We can think of these `@k` as "top k` metrics.

These will help us guide important hyper-parameters when using these models for Information Retrieval tasks down the road!

In [37]:
TRAIN_DATASET_FPATH = './DataRepository/embedding_data/train_dataset.json'
EVAL_DATASET_FPATH = './DataRepository/embedding_data/eval_dataset.json'

In [38]:
with open(TRAIN_DATASET_FPATH, 'r+') as f:
    train_dataset = json.load(f)

with open(EVAL_DATASET_FPATH, 'r+') as f:
    eval_dataset = json.load(f)

In [39]:
def evaluate_st(
    dataset: dict,
    model_id: str,
    name: str,
) -> dict:
    corpus = dataset['corpus']
    queries = dataset['queries']
    relevant_docs = dataset['relevant_docs']

    evaluator = evaluation.InformationRetrievalEvaluator(queries, corpus, relevant_docs, name=name)
    model = sentence_transformers.SentenceTransformer(model_id)
    return evaluator(model, output_path="/content/")

#####🏗️ Activity #4:

Describe what the `evaluate` function is doing in the above cell in natural language.

#### Base Embeddings Model Results

In [40]:
evaluate_st(eval_dataset, "BAAI/bge-small-en", name='bge')

{'bge_cosine_accuracy@1': 0.5067114093959731,
 'bge_cosine_accuracy@3': 0.714765100671141,
 'bge_cosine_accuracy@5': 0.7818791946308725,
 'bge_cosine_accuracy@10': 0.8288590604026845,
 'bge_cosine_precision@1': 0.5067114093959731,
 'bge_cosine_precision@3': 0.23825503355704697,
 'bge_cosine_precision@5': 0.1563758389261745,
 'bge_cosine_precision@10': 0.08288590604026844,
 'bge_cosine_recall@1': 0.5067114093959731,
 'bge_cosine_recall@3': 0.714765100671141,
 'bge_cosine_recall@5': 0.7818791946308725,
 'bge_cosine_recall@10': 0.8288590604026845,
 'bge_cosine_ndcg@10': 0.6710313851865369,
 'bge_cosine_mrr@10': 0.619814637264302,
 'bge_cosine_map@100': 0.6279603491960256,
 'bge_dot_accuracy@1': 0.5067114093959731,
 'bge_dot_accuracy@3': 0.714765100671141,
 'bge_dot_accuracy@5': 0.7818791946308725,
 'bge_dot_accuracy@10': 0.8288590604026845,
 'bge_dot_precision@1': 0.5067114093959731,
 'bge_dot_precision@3': 0.23825503355704697,
 'bge_dot_precision@5': 0.1563758389261745,
 'bge_dot_precisi

#### Fine-tuned Results

In [41]:
evaluate_st(eval_dataset, "exp_finetune", name='finetuned')

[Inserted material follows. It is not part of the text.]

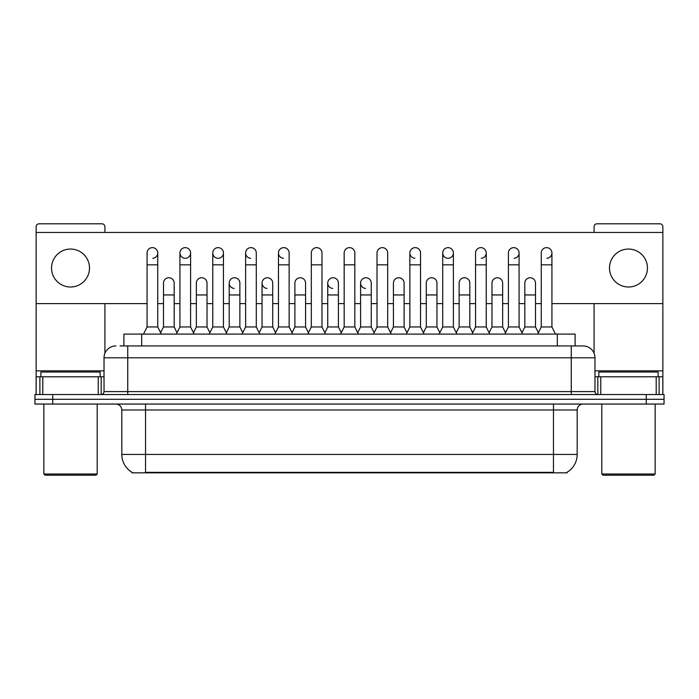 <?xml version="1.0" encoding="UTF-8"?>
<svg xmlns="http://www.w3.org/2000/svg" width="699" height="699" viewBox="0 0 699 699"><rect width="100%" height="100%" fill="white"/><g stroke="black" fill="none" stroke-linecap="round" stroke-linejoin="round"><path stroke-width="1.05" d="M123.898 345.944L123.898 334.087L575.102 334.087L575.102 345.944M567.107 472.244L567.107 472.83L131.893 472.83L131.893 472.244M132.067 472.349A20.752 20.752 0 0 1 121.818 454.446L145.532 454.446L145.532 472.349L553.468 472.349L553.468 454.446L577.182 454.446L577.182 409.981A5.933 5.933 0 0 1 583.115 404.048M121.818 454.446L121.818 409.981C121.46 406.381 119.485 404.398 115.885 404.048M566.933 472.349A20.752 20.752 0 0 0 577.182 454.446M664.05 404.048L664.05 399.304L34.95 399.304L34.95 404.048L52.74 404.048L52.74 399.304L34.95 399.304L34.95 394.559L52.74 394.559L52.74 399.304L664.05 399.304L664.05 404.048L52.74 404.048M120.307 345.944L578.964 345.944M120.036 345.944L127.742 345.944L127.742 357.801L104.029 357.801L104.029 391.597A2.962 2.962 0 0 1 101.058 394.559M115.885 345.944A11.857 11.857 0 0 0 104.029 357.801M583.115 345.944A11.857 11.857 0 0 1 594.971 357.801L571.258 357.801L571.258 345.944L582.931 345.944M594.971 357.801L594.971 391.597C595.146 393.397 596.133 394.385 597.942 394.559M664.05 399.304L664.05 394.559L52.74 394.559M143.513 334.087L147.07 326.966L157.747 326.966L161.303 334.087M157.747 326.966L157.747 252.968A5.339 5.339 0 0 0 152.408 247.638A5.339 5.339 0 0 1 152.749 247.647M147.07 326.966L147.07 264.834L157.747 264.834M147.07 264.834L147.07 252.968A5.339 5.339 0 0 1 152.408 247.638M160.621 332.724L163.496 326.966L174.173 326.966L177.048 332.724M174.173 326.966L174.173 283.095A5.339 5.339 0 0 0 169.167 277.765A5.339 5.339 0 0 1 174.173 283.095M163.496 326.966L163.496 294.952L174.173 294.952M163.496 294.952L163.496 283.095A5.339 5.339 0 0 1 169.167 277.765M176.366 334.087L179.923 326.966L190.591 326.966L194.156 334.087M190.591 326.966L190.591 252.968A5.339 5.339 0 0 0 185.261 247.638A5.339 5.339 0 0 0 179.923 252.802A5.339 5.339 0 0 0 184.92 258.298M179.923 326.966L179.923 264.834L190.591 264.834M179.923 264.834L179.923 252.968A5.339 5.339 0 0 1 185.593 247.647M209.211 334.087L212.767 326.966L223.444 326.966L227 334.087M223.444 326.966L223.444 252.968A5.339 5.339 0 0 0 218.105 247.638A5.339 5.339 0 0 0 212.776 252.802A5.339 5.339 0 0 0 217.773 258.298M212.767 326.966L212.767 264.834L223.444 264.834M212.767 264.834L212.767 252.968A5.339 5.339 0 0 1 218.438 247.647M242.064 334.087L245.62 326.966L256.288 326.966L259.845 334.087M256.288 326.966L256.288 252.968A5.339 5.339 0 0 0 250.958 247.638A5.339 5.339 0 0 0 245.62 252.802A5.339 5.339 0 0 0 250.618 258.298M245.62 326.966L245.62 264.834L256.288 264.834M245.62 264.834L245.62 252.968A5.339 5.339 0 0 1 251.291 247.647M274.908 334.087L278.464 326.966L289.141 326.966L292.698 334.087M289.141 326.966L289.141 252.968A5.339 5.339 0 0 0 283.803 247.638A5.339 5.339 0 0 0 278.473 252.802A5.339 5.339 0 0 0 283.471 258.298M278.464 326.966L278.464 264.834L289.141 264.834M278.464 264.834L278.464 252.968A5.339 5.339 0 0 1 284.135 247.647M193.474 332.724L196.349 326.966L207.018 326.966L209.892 332.724M207.018 326.966L207.018 283.095A5.339 5.339 0 0 0 202.02 277.765A5.339 5.339 0 0 1 207.018 283.095M196.349 326.966L196.349 294.952L207.018 294.952M196.349 294.952L196.349 283.095A5.339 5.339 0 0 1 202.02 277.765M226.319 332.724L229.193 326.966L239.871 326.966L242.745 332.724M239.871 326.966L239.871 283.095A5.339 5.339 0 0 0 234.864 277.765A5.339 5.339 0 0 1 239.871 283.095M229.193 326.966L229.193 294.952L239.871 294.952M229.193 294.952L229.193 283.095A5.339 5.339 0 0 1 234.864 277.765M259.163 332.724L262.046 326.966L272.715 326.966L275.589 332.724M272.715 326.966L272.715 283.095A5.339 5.339 0 0 0 267.717 277.765A5.339 5.339 0 0 1 272.715 283.095M262.046 326.966L262.046 294.952L272.715 294.952M262.046 294.952L262.046 283.095A5.339 5.339 0 0 1 267.717 277.765M98.244 394.559L98.244 376.778L42.805 376.778L42.805 394.559M104.92 232.452L104.92 226.764A2.962 2.962 0 0 0 101.949 223.802L39.1 223.802A2.962 2.962 0 0 0 36.138 226.764L36.138 376.778L42.805 376.778M104.92 303.611L104.92 353.292M98.244 376.778L104.029 376.778M36.138 394.559L36.138 376.778M656.195 394.559L656.195 376.778L600.756 376.778L600.756 394.559M662.862 394.559L662.862 376.778L662.862 394.559M551.93 303.611L662.862 303.611L662.862 226.764A2.962 2.962 0 0 0 659.9 223.802L597.051 223.802A2.962 2.962 0 0 0 594.08 226.764L594.08 232.452M594.08 303.611L594.08 353.292M662.862 303.611L662.862 376.778L659.113 376.778L659.113 394.559M594.971 376.778L600.756 376.778M656.195 376.778L659.113 376.778M100.175 376.778L100.175 372.034L40.883 372.034L40.883 376.778M43.845 404.048L43.845 474.018L97.205 474.018L97.205 404.048M97.205 474.018L96.025 475.198L45.033 475.198L43.845 474.018M658.117 376.778L658.117 372.034L598.825 372.034L598.825 376.778M601.795 404.048L601.795 474.018L655.155 474.018L655.155 404.048M655.155 474.018L653.967 475.198L602.975 475.198L601.795 474.018M456.936 334.087L453.38 326.966L442.712 326.966L442.712 252.968A5.339 5.339 0 0 1 448.042 247.638A5.339 5.339 0 0 0 442.712 252.802A5.339 5.339 0 0 0 447.709 258.298M424.092 334.087L420.536 326.966L409.859 326.966L409.859 252.968A5.339 5.339 0 0 1 415.197 247.638A5.339 5.339 0 0 0 409.867 252.802A5.339 5.339 0 0 0 414.865 258.298M374.14 332.724L371.256 326.966L360.588 326.966L360.588 283.095A5.339 5.339 0 0 1 365.927 277.756A5.339 5.339 0 0 0 360.588 282.92A5.339 5.339 0 0 0 365.586 288.416M341.287 332.724L338.412 326.966L327.744 326.966L327.744 283.095A5.339 5.339 0 0 1 333.074 277.756A5.339 5.339 0 0 0 327.744 282.92A5.339 5.339 0 0 0 332.741 288.416M267.376 277.756A5.339 5.339 0 0 0 262.046 282.92A5.339 5.339 0 0 0 267.044 288.416M234.532 277.756A5.339 5.339 0 0 0 229.193 282.92A5.339 5.339 0 0 0 234.191 288.416M628.471 249.054A18.978 18.978 0 0 0 609.502 268.032A18.978 18.978 0 0 0 628.471 287.009A18.978 18.978 0 0 0 647.449 268.032A18.978 18.978 0 0 0 628.471 249.054M70.529 249.054A18.978 18.978 0 0 0 51.551 268.032A18.978 18.978 0 0 0 70.529 287.009A18.978 18.978 0 0 0 89.498 268.032A18.978 18.978 0 0 0 70.529 249.054M546.924 258.298A5.339 5.339 0 0 0 551.93 252.968A5.339 5.339 0 0 0 546.592 247.638A5.339 5.339 0 0 1 546.924 247.647M481.227 258.298A5.339 5.339 0 0 0 486.233 252.968A5.339 5.339 0 0 0 480.895 247.638A5.339 5.339 0 0 1 481.227 247.647M185.593 258.298A5.339 5.339 0 0 0 190.591 252.968M36.138 303.611L147.07 303.611M157.747 303.611L163.496 303.611M174.173 303.611L179.923 303.611M190.591 303.611L196.349 303.611M207.018 303.611L212.767 303.611M223.444 303.611L229.193 303.611M239.871 303.611L245.62 303.611M256.288 303.611L262.046 303.611M272.715 303.611L278.464 303.611M289.141 303.611L294.891 303.611M305.568 303.611L311.317 303.611M321.986 303.611L327.744 303.611M338.412 303.611L344.161 303.611M354.839 303.611L360.588 303.611M371.256 303.611L377.014 303.611M387.683 303.611L393.432 303.611M404.109 303.611L409.859 303.611M420.536 303.611L426.285 303.611M436.954 303.611L442.712 303.611M453.38 303.611L459.129 303.611M469.807 303.611L475.556 303.611M486.233 303.611L491.982 303.611M502.651 303.611L508.409 303.611M519.077 303.611L524.827 303.611M535.504 303.611L541.253 303.611M662.862 232.452L36.138 232.452M152.749 258.298A5.339 5.339 0 0 0 157.747 252.968M218.438 258.298A5.339 5.339 0 0 0 223.444 252.968M448.382 258.298A5.339 5.339 0 0 0 453.38 252.968A5.339 5.339 0 0 0 448.042 247.638A5.339 5.339 0 0 1 448.382 247.647M514.08 258.298A5.339 5.339 0 0 0 519.077 252.968A5.339 5.339 0 0 0 513.739 247.638A5.339 5.339 0 0 1 514.08 247.647M307.761 334.087L311.317 326.966L321.986 326.966L325.542 334.087M321.986 326.966L321.986 252.968A5.339 5.339 0 0 0 316.656 247.638A5.339 5.339 0 0 1 316.988 247.647M311.317 326.966L311.317 264.834L321.986 264.834M311.317 264.834L311.317 252.968A5.339 5.339 0 0 1 316.656 247.638M340.605 334.087L344.161 326.966L354.839 326.966L358.395 334.087M354.839 326.966L354.839 252.968A5.339 5.339 0 0 0 349.5 247.638A5.339 5.339 0 0 1 349.832 247.647M344.161 326.966L344.161 264.834L354.839 264.834M344.161 264.834L344.161 252.968A5.339 5.339 0 0 1 349.5 247.638M373.458 334.087L377.014 326.966L387.683 326.966L391.239 334.087M387.683 326.966L387.683 252.968A5.339 5.339 0 0 0 382.344 247.638A5.339 5.339 0 0 1 382.685 247.647M377.014 326.966L377.014 264.834L387.683 264.834M377.014 264.834L377.014 252.968A5.339 5.339 0 0 1 382.344 247.638M292.016 332.724L294.891 326.966L305.568 326.966L308.442 332.724M305.568 326.966L305.568 283.095A5.339 5.339 0 0 0 300.561 277.765A5.339 5.339 0 0 1 305.568 283.095M294.891 326.966L294.891 294.952L305.568 294.952M294.891 294.952L294.891 283.095A5.339 5.339 0 0 1 300.561 277.765M327.744 326.966L324.86 332.724M338.412 326.966L338.412 283.095A5.339 5.339 0 0 0 333.414 277.765A5.339 5.339 0 0 1 338.412 283.095M360.588 326.966L357.713 332.724M371.256 326.966L371.256 283.095A5.339 5.339 0 0 0 366.259 277.765A5.339 5.339 0 0 1 371.256 283.095M409.859 326.966L406.302 334.087M420.536 326.966L420.536 252.968A5.339 5.339 0 0 0 415.197 247.638A5.339 5.339 0 0 1 415.529 247.647M442.712 326.966L439.155 334.087M453.38 326.966L453.38 252.968M472 334.087L475.556 326.966L486.233 326.966L489.789 334.087M486.233 326.966L486.233 252.968M475.556 326.966L475.556 264.834L486.233 264.834M475.556 264.834L475.556 252.968A5.339 5.339 0 0 1 480.895 247.638M504.844 334.087L508.409 326.966L519.077 326.966L522.634 334.087M519.077 326.966L519.077 252.968M508.409 326.966L508.409 264.834L519.077 264.834M508.409 264.834L508.409 252.968A5.339 5.339 0 0 1 513.739 247.638M537.697 334.087L541.253 326.966L551.93 326.966L555.487 334.087M551.93 326.966L551.93 252.968M541.253 326.966L541.253 264.834L551.93 264.834M541.253 264.834L541.253 252.968A5.339 5.339 0 0 1 546.592 247.638M390.558 332.724L393.432 326.966L404.109 326.966L406.984 332.724M404.109 326.966L404.109 283.095A5.339 5.339 0 0 0 399.112 277.765A5.339 5.339 0 0 1 404.109 283.095M393.432 326.966L393.432 294.952L404.109 294.952M393.432 294.952L393.432 283.095A5.339 5.339 0 0 1 399.112 277.765M423.411 332.724L426.285 326.966L436.954 326.966L439.837 332.724M436.954 326.966L436.954 283.095A5.339 5.339 0 0 0 431.956 277.765A5.339 5.339 0 0 1 436.954 283.095M426.285 326.966L426.285 294.952L436.954 294.952M426.285 294.952L426.285 283.095A5.339 5.339 0 0 1 431.956 277.765M456.255 332.724L459.129 326.966L469.807 326.966L472.681 332.724M469.807 326.966L469.807 283.095A5.339 5.339 0 0 0 464.809 277.765A5.339 5.339 0 0 1 469.807 283.095M459.129 326.966L459.129 294.952L469.807 294.952M459.129 294.952L459.129 283.095A5.339 5.339 0 0 1 464.809 277.765M489.108 332.724L491.982 326.966L502.651 326.966L505.526 332.724M502.651 326.966L502.651 283.095A5.339 5.339 0 0 0 497.653 277.765A5.339 5.339 0 0 1 502.651 283.095M491.982 326.966L491.982 294.952L502.651 294.952M491.982 294.952L491.982 283.095A5.339 5.339 0 0 1 497.653 277.765M521.952 332.724L524.827 326.966L535.504 326.966L538.379 332.724M535.504 326.966L535.504 283.095A5.339 5.339 0 0 0 530.497 277.765A5.339 5.339 0 0 1 535.504 283.095M524.827 326.966L524.827 294.952L535.504 294.952M524.827 294.952L524.827 283.095A5.339 5.339 0 0 1 530.497 277.765M551.1 472.83L551.1 472.244M147.9 472.83L147.9 472.244M141.687 345.944L141.687 334.087M557.313 345.944L557.313 334.087M553.468 404.048L553.468 409.981L121.818 409.981M577.182 409.981L553.468 409.981L553.468 454.446L145.532 454.446L145.532 404.048M646.26 404.048L646.26 394.559M127.742 394.559L127.742 391.597L594.971 391.597M104.029 391.597L127.742 391.597L127.742 357.801L571.258 357.801L571.258 394.559M104.029 370.846L36.138 370.846M101.163 376.778L101.163 394.559M36.182 376.778L36.182 394.559M39.887 394.559L39.887 376.778M662.862 370.846L594.971 370.846M662.818 394.559L662.818 376.778M597.837 394.559L597.837 376.778M327.744 294.952L338.412 294.952M360.588 294.952L371.256 294.952M409.859 264.834L420.536 264.834M442.712 264.834L453.38 264.834"/></g></svg>

OSError: sentence-transformers/exp_finetune is not a local folder and is not a valid model identifier listed on 'https://huggingface.co/models'
If this is a private repository, make sure to pass a token having permission to this repo either by logging in with `huggingface-cli login` or by passing `token=<your_token>`

### Conclusion

Now we can compare the embeddings models to see which performed the best!

In [42]:
df_st_bge = pd.read_csv('/content/Information-Retrieval_evaluation_bge_results.csv')
df_st_finetuned = pd.read_csv('/content/Information-Retrieval_evaluation_finetuned_results.csv')

FileNotFoundError: [Errno 2] No such file or directory: '/content/Information-Retrieval_evaluation_finetuned_results.csv'

In [43]:
df_st_bge['model'] = 'bge'
df_st_finetuned['model'] = 'fine_tuned'
df_st_all = pd.concat([df_st_bge, df_st_finetuned])
df_st_all = df_st_all.set_index('model')
df_st_all

NameError: name 'df_st_finetuned' is not defined

##### 👪❓Discussion Question #2:

Discuss the results with your group!